Contrassegnare l'inizio dell'esposizione alla generazione padre, F0, come giorno zero. Incubare gli agar per tre giorni a 20 gradi Celsius. Quindi, utilizzare i nematodi maturi per misurare gli effetti in F0. Inoltre, il terzo giorno, utilizzare un'asta di vetro dotata di un filo di fibra prodotto dall'uomo piegato in un anello per raccogliere nematodi maturi F0 e scivolare sulla superficie di nuovi agar NGM trattati con UV.
Il quarto giorno, scegli e scarta i nematodi F0 maturi dagli agar NGM. Il sesto giorno, utilizzare i nematodi maturi F1 che hanno sperimentato l'esposizione per tre giorni per la misurazione degli indici. In questo protocollo, gli effetti transgenerazionali di cadmio, rame, piombo e zinco sulla frequenza di piegatura del corpo hanno mostrato che le inibizioni nel genitore nematode, F0, dopo l'esposizione prenatale erano inferiori a quelle della loro progenie, T1. Gli effetti residui multigenerazionali del sulfamethoxazolo sulla durata e sulla riproduzione del nematode hanno mostrato che la riproduzione è stata significativamente influenzata dall'esposizione alla linea germinale e le tossicità sono persistete nelle generazioni non esposte dalle generazioni T3 a T6.
L'esposizione multigenerazionale e gli effetti residui multigenerazionali del lindano sugli indici biochimici e genetici del nematode hanno mostrato effetti obesogenici con disturbi nella regolazione del segnale di insulina.

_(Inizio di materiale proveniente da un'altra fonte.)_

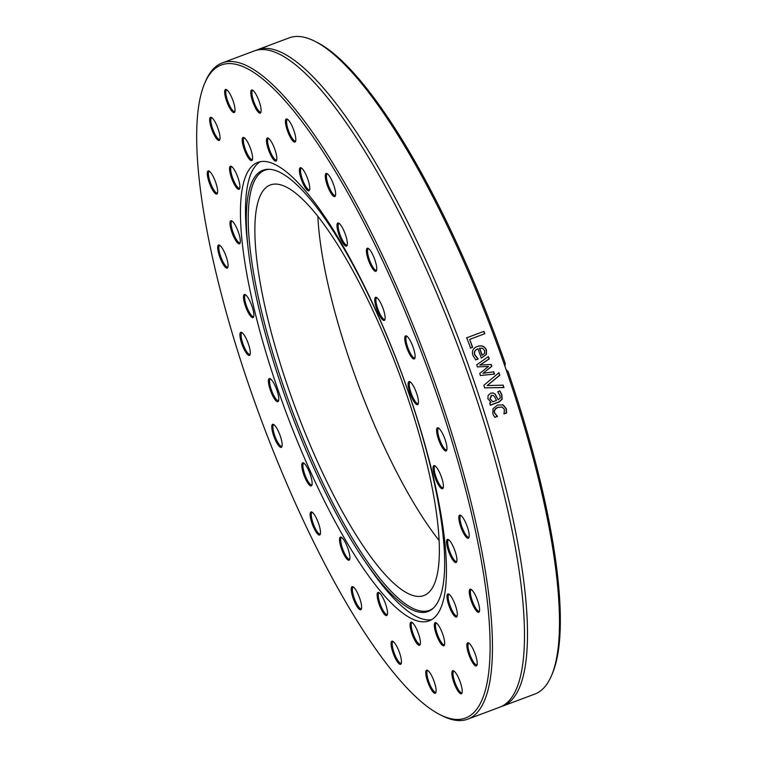 <?xml version="1.0" encoding="UTF-8"?>
<svg xmlns="http://www.w3.org/2000/svg" width="757" height="757" viewBox="0 0 757 757"><rect width="100%" height="100%" fill="white"/><g stroke="black" fill="none" stroke-linecap="round" stroke-linejoin="round"><path stroke-width="1.14" d="M385.029 319.132A11.469 2.858 69.5 0 1 384.736 319.331A11.469 2.858 69.5 0 1 379.115 312.215A11.469 2.858 69.5 0 1 376.693 297.842A11.469 2.858 69.5 0 1 377.043 297.794M381.651 304.976A12.33 3.075 -110.5 0 0 376.494 297.435A12.33 3.075 -110.5 0 0 377.052 309.954A12.33 3.075 -110.5 0 0 384.849 319.766A12.33 3.075 -110.5 0 0 381.651 304.976M250.378 389.628A348.608 86.885 69.5 0 1 204.418 83.97A348.608 86.885 69.5 0 1 424.809 361.174A348.608 86.885 69.5 0 1 440.583 714.958A348.608 86.885 69.5 0 1 250.378 389.628M342.107 227.195A12.33 3.075 -110.5 0 0 338.739 223.164A12.33 3.075 -110.5 0 0 339.297 235.682A12.33 3.075 -110.5 0 0 347.094 245.486A12.33 3.075 -110.5 0 0 342.107 227.195M268.262 138.134A12.33 3.075 -110.5 0 0 268.215 138.105A12.33 3.075 -110.5 0 0 268.773 150.624A12.33 3.075 -110.5 0 0 276.57 160.427A12.33 3.075 -110.5 0 0 274.554 148.542A12.33 3.075 -110.5 0 0 268.262 138.134M229.598 167.675A12.33 3.075 -110.5 0 0 233.459 182.655A12.33 3.075 -110.5 0 0 239.638 188.644A12.33 3.075 -110.5 0 0 237.603 176.684A12.33 3.075 -110.5 0 0 231.282 166.322A12.33 3.075 -110.5 0 0 229.598 167.675M244.199 302.015A12.33 3.075 -110.5 0 0 249.204 314.24A12.33 3.075 -110.5 0 0 253.586 316.937A12.33 3.075 -110.5 0 0 251.542 304.967A12.33 3.075 -110.5 0 0 245.23 294.605A12.33 3.075 -110.5 0 0 244.199 302.015M305.232 478.282A12.33 3.075 -110.5 0 0 311.875 485.265A12.33 3.075 -110.5 0 0 309.831 473.305A12.33 3.075 -110.5 0 0 303.519 462.943A12.33 3.075 -110.5 0 0 305.232 478.282M384.149 614.003A12.33 3.075 -110.5 0 0 387.243 614.883A12.33 3.075 -110.5 0 0 385.199 602.922A12.33 3.075 -110.5 0 0 378.878 592.551A12.33 3.075 -110.5 0 0 377.866 600.036A12.33 3.075 -110.5 0 0 384.149 614.003M444.018 645.674A12.33 3.075 -110.5 0 0 444.416 645.125A12.33 3.075 -110.5 0 0 442.372 633.164A12.33 3.075 -110.5 0 0 436.051 622.803A12.33 3.075 -110.5 0 0 436.231 634.243A12.33 3.075 -110.5 0 0 444.018 645.674M456.831 558.477A12.33 3.075 -110.5 0 0 453.415 546.989A12.33 3.075 -110.5 0 0 448.286 539.523A12.33 3.075 -110.5 0 0 448.844 552.042A12.33 3.075 -110.5 0 0 456.641 561.855A12.33 3.075 -110.5 0 0 456.831 558.477M416.577 393.205A12.33 3.075 -110.5 0 0 409.849 381.698A12.33 3.075 -110.5 0 0 410.408 394.217A12.33 3.075 -110.5 0 0 418.205 404.02A12.33 3.075 -110.5 0 0 416.577 393.205M408.032 350.936A12.33 3.075 -110.5 0 0 414.845 358.307A12.33 3.075 -110.5 0 0 412.802 346.337A12.33 3.075 -110.5 0 0 406.49 335.976A12.33 3.075 -110.5 0 0 408.032 350.936M331.774 194.379A12.33 3.075 -110.5 0 0 335.379 195.912A12.33 3.075 -110.5 0 0 333.335 183.951A12.33 3.075 -110.5 0 0 327.024 173.59A12.33 3.075 -110.5 0 0 325.879 180.507A12.33 3.075 -110.5 0 0 331.774 194.379M259.973 113.162A12.33 3.075 -110.5 0 0 260.872 112.443A12.33 3.075 -110.5 0 0 258.828 100.482A12.33 3.075 -110.5 0 0 252.516 90.121A12.33 3.075 -110.5 0 0 252.346 100.549A12.33 3.075 -110.5 0 0 259.973 113.162M220.05 138.304A12.33 3.075 -110.5 0 0 217.136 126.268A12.33 3.075 -110.5 0 0 211.421 117.439A12.33 3.075 -110.5 0 0 211.979 129.958A12.33 3.075 -110.5 0 0 219.776 139.761A12.33 3.075 -110.5 0 0 220.05 138.304M227.261 260.219A12.33 3.075 -110.5 0 0 219.445 245.126A12.33 3.075 -110.5 0 0 220.003 257.645A12.33 3.075 -110.5 0 0 227.81 267.448A12.33 3.075 -110.5 0 0 227.261 260.219M278.85 432.323A12.33 3.075 -110.5 0 0 273.523 424.403A12.33 3.075 -110.5 0 0 274.081 436.921A12.33 3.075 -110.5 0 0 281.878 446.725A12.33 3.075 -110.5 0 0 278.85 432.323M355.109 588.889A12.33 3.075 -110.5 0 0 352.989 586.789A12.33 3.075 -110.5 0 0 353.547 599.307A12.33 3.075 -110.5 0 0 361.344 609.111A12.33 3.075 -110.5 0 0 360.228 599.856A12.33 3.075 -110.5 0 0 355.109 588.889M426.92 670.106A12.33 3.075 -110.5 0 0 428.415 683.703A12.33 3.075 -110.5 0 0 435.852 692.589A12.33 3.075 -110.5 0 0 433.818 680.628A12.33 3.075 -110.5 0 0 427.497 670.267A12.33 3.075 -110.5 0 0 426.92 670.106M466.842 644.955A12.33 3.075 -110.5 0 0 471.034 659.82A12.33 3.075 -110.5 0 0 476.948 665.261A12.33 3.075 -110.5 0 0 474.904 653.3A12.33 3.075 -110.5 0 0 468.592 642.939A12.33 3.075 -110.5 0 0 466.842 644.955M459.631 523.04A12.33 3.075 -110.5 0 0 464.628 535.029A12.33 3.075 -110.5 0 0 468.924 537.584A12.33 3.075 -110.5 0 0 466.88 525.613A12.33 3.075 -110.5 0 0 460.559 515.252A12.33 3.075 -110.5 0 0 459.631 523.04M408.771 393.034A244.719 60.986 69.5 0 1 429.228 620.816A244.719 60.986 69.5 0 1 286.326 413.01A244.719 60.986 69.5 0 1 257.664 162.443A244.719 60.986 69.5 0 1 408.771 393.034M438.483 439.325A12.33 3.075 -110.5 0 0 446.696 450.283A12.33 3.075 -110.5 0 0 444.652 438.312A12.33 3.075 -110.5 0 0 438.341 427.951A12.33 3.075 -110.5 0 0 438.483 439.325M469.397 593.895A12.33 3.075 -110.5 0 0 474.242 607.748A12.33 3.075 -110.5 0 0 479.342 611.656A12.33 3.075 -110.5 0 0 477.298 599.695A12.33 3.075 -110.5 0 0 470.986 589.334A12.33 3.075 -110.5 0 0 469.397 593.895M452.203 671.213A12.33 3.075 -110.5 0 0 455.26 686.031A12.33 3.075 -110.5 0 0 461.959 693.147A12.33 3.075 -110.5 0 0 459.915 681.186A12.33 3.075 -110.5 0 0 453.604 670.825A12.33 3.075 -110.5 0 0 452.203 671.213M393.46 641.737A12.33 3.075 -110.5 0 0 392.826 641.302A12.33 3.075 -110.5 0 0 393.385 653.821A12.33 3.075 -110.5 0 0 401.182 663.634A12.33 3.075 -110.5 0 0 399.469 652.553A12.33 3.075 -110.5 0 0 393.46 641.737M315.622 516.728A12.33 3.075 -110.5 0 0 311.884 512.044A12.33 3.075 -110.5 0 0 312.442 524.563A12.33 3.075 -110.5 0 0 320.239 534.376A12.33 3.075 -110.5 0 0 315.622 516.728M248.4 343.933A12.33 3.075 -110.5 0 0 241.672 332.427A12.33 3.075 -110.5 0 0 242.231 344.946A12.33 3.075 -110.5 0 0 250.028 354.749A12.33 3.075 -110.5 0 0 248.4 343.933M217.486 189.364A12.33 3.075 -110.5 0 0 209.027 171.044A12.33 3.075 -110.5 0 0 209.585 183.563A12.33 3.075 -110.5 0 0 217.382 193.376A12.33 3.075 -110.5 0 0 217.486 189.364M234.689 112.045A12.33 3.075 -110.5 0 0 234.765 111.875A12.33 3.075 -110.5 0 0 232.73 99.915A12.33 3.075 -110.5 0 0 226.409 89.553A12.33 3.075 -110.5 0 0 226.873 101.807A12.33 3.075 -110.5 0 0 234.689 112.045M293.423 141.521A12.33 3.075 -110.5 0 0 295.542 141.398A12.33 3.075 -110.5 0 0 293.498 129.438A12.33 3.075 -110.5 0 0 287.187 119.076A12.33 3.075 -110.5 0 0 286.477 127.715A12.33 3.075 -110.5 0 0 293.423 141.521M371.271 266.53A12.33 3.075 -110.5 0 0 376.484 270.656A12.33 3.075 -110.5 0 0 374.45 258.695A12.33 3.075 -110.5 0 0 368.129 248.334A12.33 3.075 -110.5 0 0 366.662 253.633A12.33 3.075 -110.5 0 0 371.271 266.53M442.694 481.244A12.33 3.075 -110.5 0 0 434.783 465.773A12.33 3.075 -110.5 0 0 435.341 478.292A12.33 3.075 -110.5 0 0 443.138 488.095A12.33 3.075 -110.5 0 0 442.694 481.244M457.294 615.583A12.33 3.075 -110.5 0 0 454.683 603.48A12.33 3.075 -110.5 0 0 448.731 594.065A12.33 3.075 -110.5 0 0 449.289 606.575A12.33 3.075 -110.5 0 0 457.086 616.387A12.33 3.075 -110.5 0 0 457.294 615.583M418.621 645.134A12.33 3.075 -110.5 0 0 420.154 644.604A12.33 3.075 -110.5 0 0 418.119 632.644A12.33 3.075 -110.5 0 0 411.799 622.282A12.33 3.075 -110.5 0 0 411.316 631.707A12.33 3.075 -110.5 0 0 418.621 645.134M344.776 556.064A12.33 3.075 -110.5 0 0 349.63 559.546A12.33 3.075 -110.5 0 0 347.595 547.585A12.33 3.075 -110.5 0 0 341.275 537.215A12.33 3.075 -110.5 0 0 339.865 542.864A12.33 3.075 -110.5 0 0 344.776 556.064M270.306 390.054A12.33 3.075 -110.5 0 0 278.519 401.011A12.33 3.075 -110.5 0 0 276.475 389.051A12.33 3.075 -110.5 0 0 270.164 378.68A12.33 3.075 -110.5 0 0 270.306 390.054M230.062 224.782A12.33 3.075 -110.5 0 0 234.793 238.938A12.33 3.075 -110.5 0 0 240.083 243.177A12.33 3.075 -110.5 0 0 238.039 231.216A12.33 3.075 -110.5 0 0 231.727 220.855A12.33 3.075 -110.5 0 0 230.062 224.782M242.865 137.585A12.33 3.075 -110.5 0 0 245.277 152.015A12.33 3.075 -110.5 0 0 252.308 159.907A12.33 3.075 -110.5 0 0 250.274 147.937A12.33 3.075 -110.5 0 0 243.953 137.575A12.33 3.075 -110.5 0 0 242.865 137.585M302.734 169.256A12.33 3.075 -110.5 0 0 301.125 167.827A12.33 3.075 -110.5 0 0 301.683 180.346A12.33 3.075 -110.5 0 0 309.49 190.149A12.33 3.075 -110.5 0 0 308.175 180.289A12.33 3.075 -110.5 0 0 302.734 169.256M347.274 244.852A11.469 2.858 69.5 0 1 346.971 245.05A11.469 2.858 69.5 0 1 343.006 241.19A11.469 2.858 69.5 0 1 338.71 230.175A11.469 2.858 69.5 0 1 338.937 223.561A11.469 2.858 69.5 0 1 339.287 223.523M309.66 189.515A11.469 2.858 69.5 0 1 309.367 189.714A11.469 2.858 69.5 0 1 307.058 188.285A11.469 2.858 69.5 0 1 301.57 176.636A11.469 2.858 69.5 0 1 301.324 168.224A11.469 2.858 69.5 0 1 301.683 168.186M276.75 159.793A11.469 2.858 69.5 0 1 276.456 159.992A11.469 2.858 69.5 0 1 275.576 159.859A11.469 2.858 69.5 0 1 269.237 148.779A11.469 2.858 69.5 0 1 268.413 138.503A11.469 2.858 69.5 0 1 268.763 138.465M252.488 159.273A11.469 2.858 69.5 0 1 252.384 159.367A11.469 2.858 69.5 0 1 252.195 159.472A11.469 2.858 69.5 0 1 245.656 150.132A11.469 2.858 69.5 0 1 243.962 138.086A11.469 2.858 69.5 0 1 244.151 137.982A11.469 2.858 69.5 0 1 244.511 137.944M239.818 188.01A11.469 2.858 69.5 0 1 239.524 188.209A11.469 2.858 69.5 0 1 233.733 180.705A11.469 2.858 69.5 0 1 230.734 168.092A11.469 2.858 69.5 0 1 231.481 166.72A11.469 2.858 69.5 0 1 231.841 166.682M240.262 242.543A11.469 2.858 69.5 0 1 239.969 242.742A11.469 2.858 69.5 0 1 234.982 236.979A11.469 2.858 69.5 0 1 231.197 225.018A11.469 2.858 69.5 0 1 231.926 221.262A11.469 2.858 69.5 0 1 232.276 221.214M253.765 316.303A11.469 2.858 69.5 0 1 253.472 316.502A11.469 2.858 69.5 0 1 245.296 302.005A11.469 2.858 69.5 0 1 245.429 295.012A11.469 2.858 69.5 0 1 245.779 294.965M278.699 400.377A11.469 2.858 69.5 0 1 278.406 400.576A11.469 2.858 69.5 0 1 271.318 389.76A11.469 2.858 69.5 0 1 270.363 379.087A11.469 2.858 69.5 0 1 270.713 379.049M312.054 484.631A11.469 2.858 69.5 0 1 311.761 484.83A11.469 2.858 69.5 0 1 306.14 477.714A11.469 2.858 69.5 0 1 303.718 463.341A11.469 2.858 69.5 0 1 304.068 463.303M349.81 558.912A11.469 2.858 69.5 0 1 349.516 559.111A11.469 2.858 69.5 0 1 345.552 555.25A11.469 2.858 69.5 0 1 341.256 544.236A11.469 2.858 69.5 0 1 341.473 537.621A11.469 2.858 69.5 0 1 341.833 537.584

Inoltre, i cambiamenti tra la segnalazione sgk-1 e akt-1 indicavano che i nematodi di diverse generazioni di esposizione mostravano diverse strategie di risposta per la tolleranza e l'evitamento. Controllare lo stato di vita dei nematodi prima di ogni operazione e modificare di conseguenza i seguenti passaggi.
Altri effetti, ad esempio gli effetti obesogenici delle sostanze chimiche, possono essere inclusi per rispondere ulteriormente alla crescente prevalenza dell'obesità nel corso delle generazioni. Sulla base del metodo, è possibile esplorare ulteriori meccanismi. Ad esempio, i segnali epigenetici ereditari tra generazioni.
Le soluzioni di cloro hanno forti potenzialità ossidanti ed evitano il contatto diretto della pelle ad esso.